With this development, India is soon to begin the domestic production of anti-viral drug remdesivir which would have efficacy, stability, safety for "restricted emergency use" on COVID-19 patients, official added. Earlier, this month ANI had reported that the Central Drug Control Standard Organisation (CDCSO) office of DCGI had granted its permission to US based Gilead Sciences for marketing authorization of its anti-viral drug Remdesivir in India for "restricted emergency use" on hospitalized COVID-19 patients in the wake of virus pandemic. Remdesivir Clinical Trials Against COVID-19 to Begin in Maharashtra Amid Rising Cases.
On Saturday, ANI reported reported that DCGI granted domestic firm Glenmark Pharmaceuticals the permission to manufacture and market anti- viral drug favipiravir. Gilead had signed non-exclusive voluntary licensing agreements with five generic pharma firms -- Cipla, Jubilant Life Sciences, Hetero, BRD and Mylan to manufacture and distribute remdesivir, a potential antiviral therapy for COVID-19.
Following which, the six domestic pharma giants--Cipla, Hetero Labs, BRD, Mylan, Jubilant Life Sciences, Dr.
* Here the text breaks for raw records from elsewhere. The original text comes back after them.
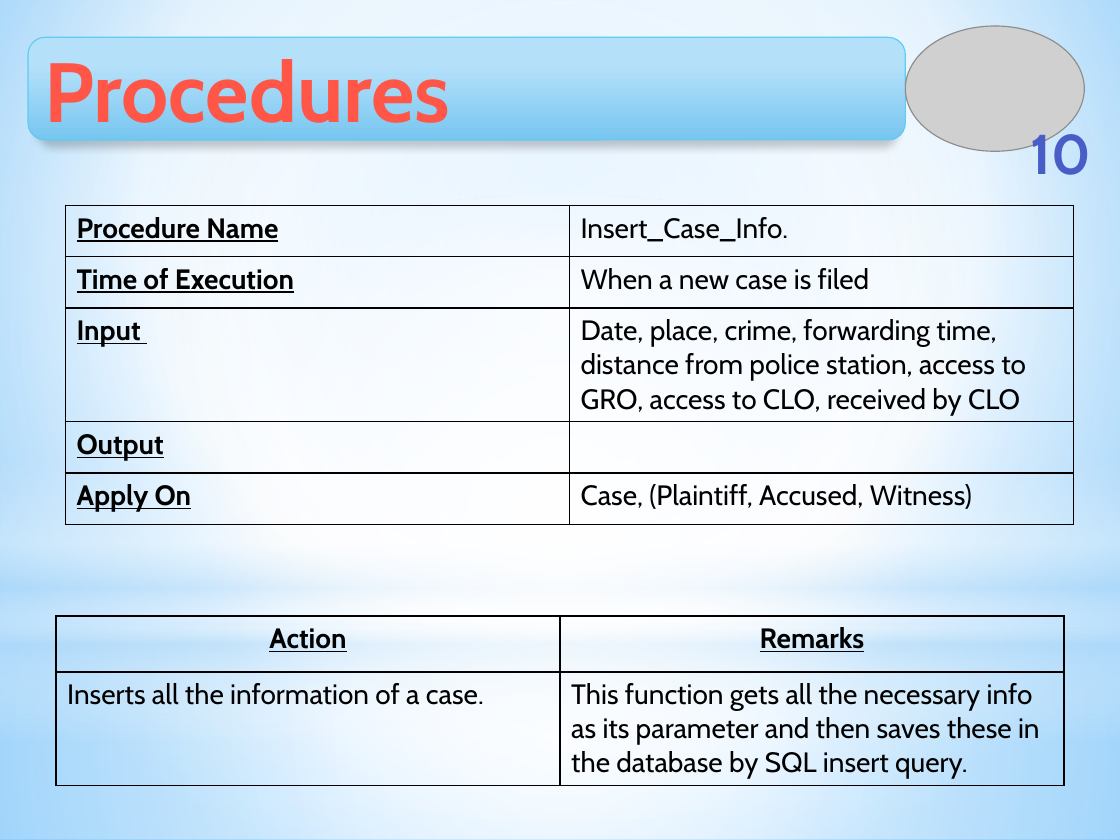
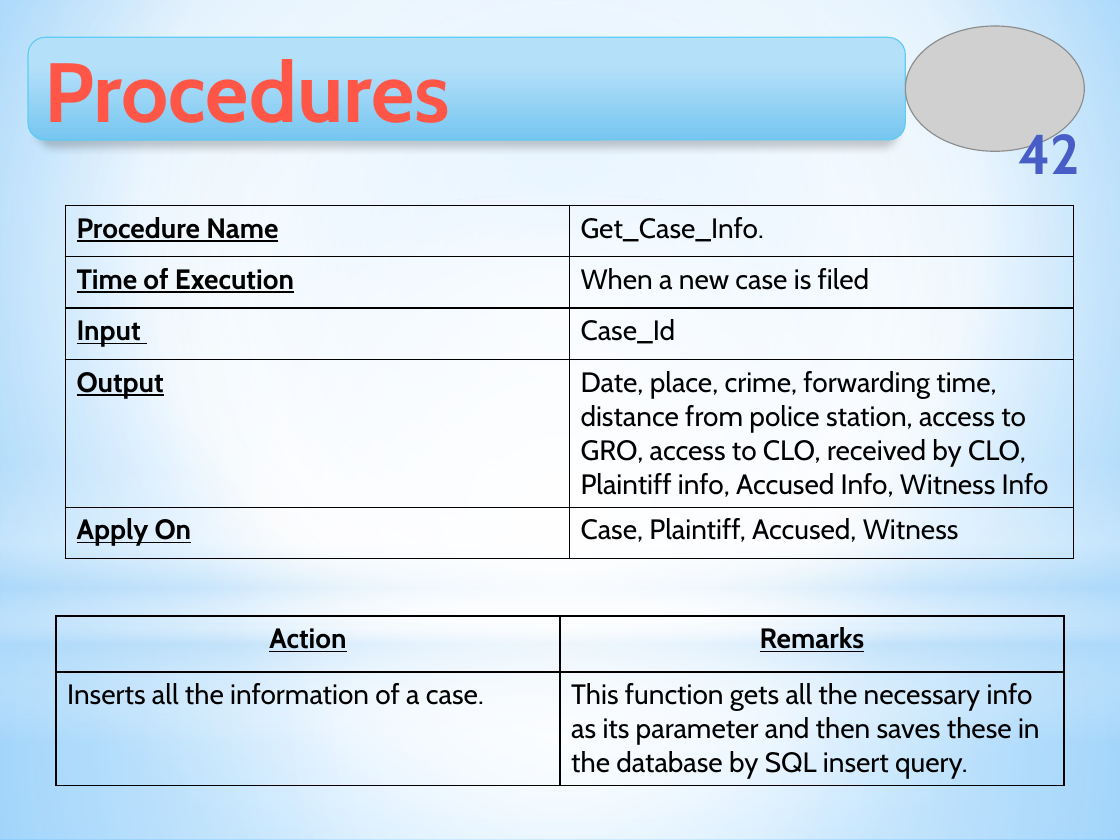
Before and after one commit to Touhid18/CSE308-Management_of_Judicial_System-1005009_1005014_1005018_1005023_1005029, a slide deck: slide 42 of ISD_Management_of_Judicial_System_DatabaseDesign.pptx (slide 10 before the commit). Drawn at 1120x840 pixels with LibreOffice and Linux fonts; fonts in the diff are those of the drawing; grey boxes stand for pictures. Boxes give left, top, right and bottom in pixels: in the first picture for what was removed or moved away, otherwise in the second. Text is boxed around its words. In the diff, an @@ line names an element or a change of style, - is before the commit and + after.

Commit message:
3 Final ppts made

```diff
--- a/ISD_Management_of_Judicial_System_DatabaseDesign.pptx
+++ b/ISD_Management_of_Judicial_System_DatabaseDesign.pptx
@@ page number at bbox=[1018, 126, 1080, 174]: text changed @@
-10
+42
@@ table at bbox=[65, 205, 1073, 589] @@
-row 1, column 2: Insert_Case_Info.
+row 1, column 2: Get_Case_Info.
-row 3, column 2: Date, place, crime, forwarding time, distance from police station, access to GRO, access to CLO, received by CLO
+row 3, column 2: Case_Id
-row 4, column 2: 
+row 4, column 2: Date, place, crime, forwarding time, distance from police station, access to GRO, access to CLO, received by CLO, Plaintiff info, Accused Info, Witness Info
-row 5, column 2: Case, (Plaintiff, Accused, Witness)
+row 5, column 2: Case, Plaintiff, Accused, Witness
```
Also in this commit, not shown: 10 other slides changed, 38 slides added, 1 slide removed, 17 other files.

Reddy's Labs approached to the India's drug regulator to make and sell remdesivir in the country. "Two pharma giants--Cipla and Hetero were ahead among the other applications. Some of the companies are at various intermediate stages of inspection of manufacturing facilities, verification of data, stability testing, emergency laboratory testing as per protocol etc," said official.
"Being an injectable formulation, testing for assay, identity, impurities, bacterial endotoxin test and sterility become very critical for patient safety and this data need to be provided by the companies. CDSCO is awaiting the data and is providing complete support to these companies," said the official.
Apart from this, pharma companies have been directed to take written informed consent of each and every patient, results of additional clinical trials to be submitted, active surveillance data of all treated patients to be submitted, risk management plan along with active post marketing surveillance and reporting of serious adverse events also to be submitted, said the official.
It has already waived off the requirement of local clinical trials for these companies by invoking emergency provisions. The regulatory processes are being facilitated and expedited by CDSCO, official said. The union health ministry's recent issued clinical management guidelines for COVID-19. In the latest protocol, the health ministry has described the use of Remdesivir drug as investigational therapy on coronavirus patient.
"Patient can be administered with 200 mg IV on day 1 followed by 100 mg IV daily for 5 days. The drug cannot be administered to a pregnant or lactating mother and children below age of 12years. The drug is not recommended to patient with liver problems and renal complications," stated the clinical management protocol on COVID-19.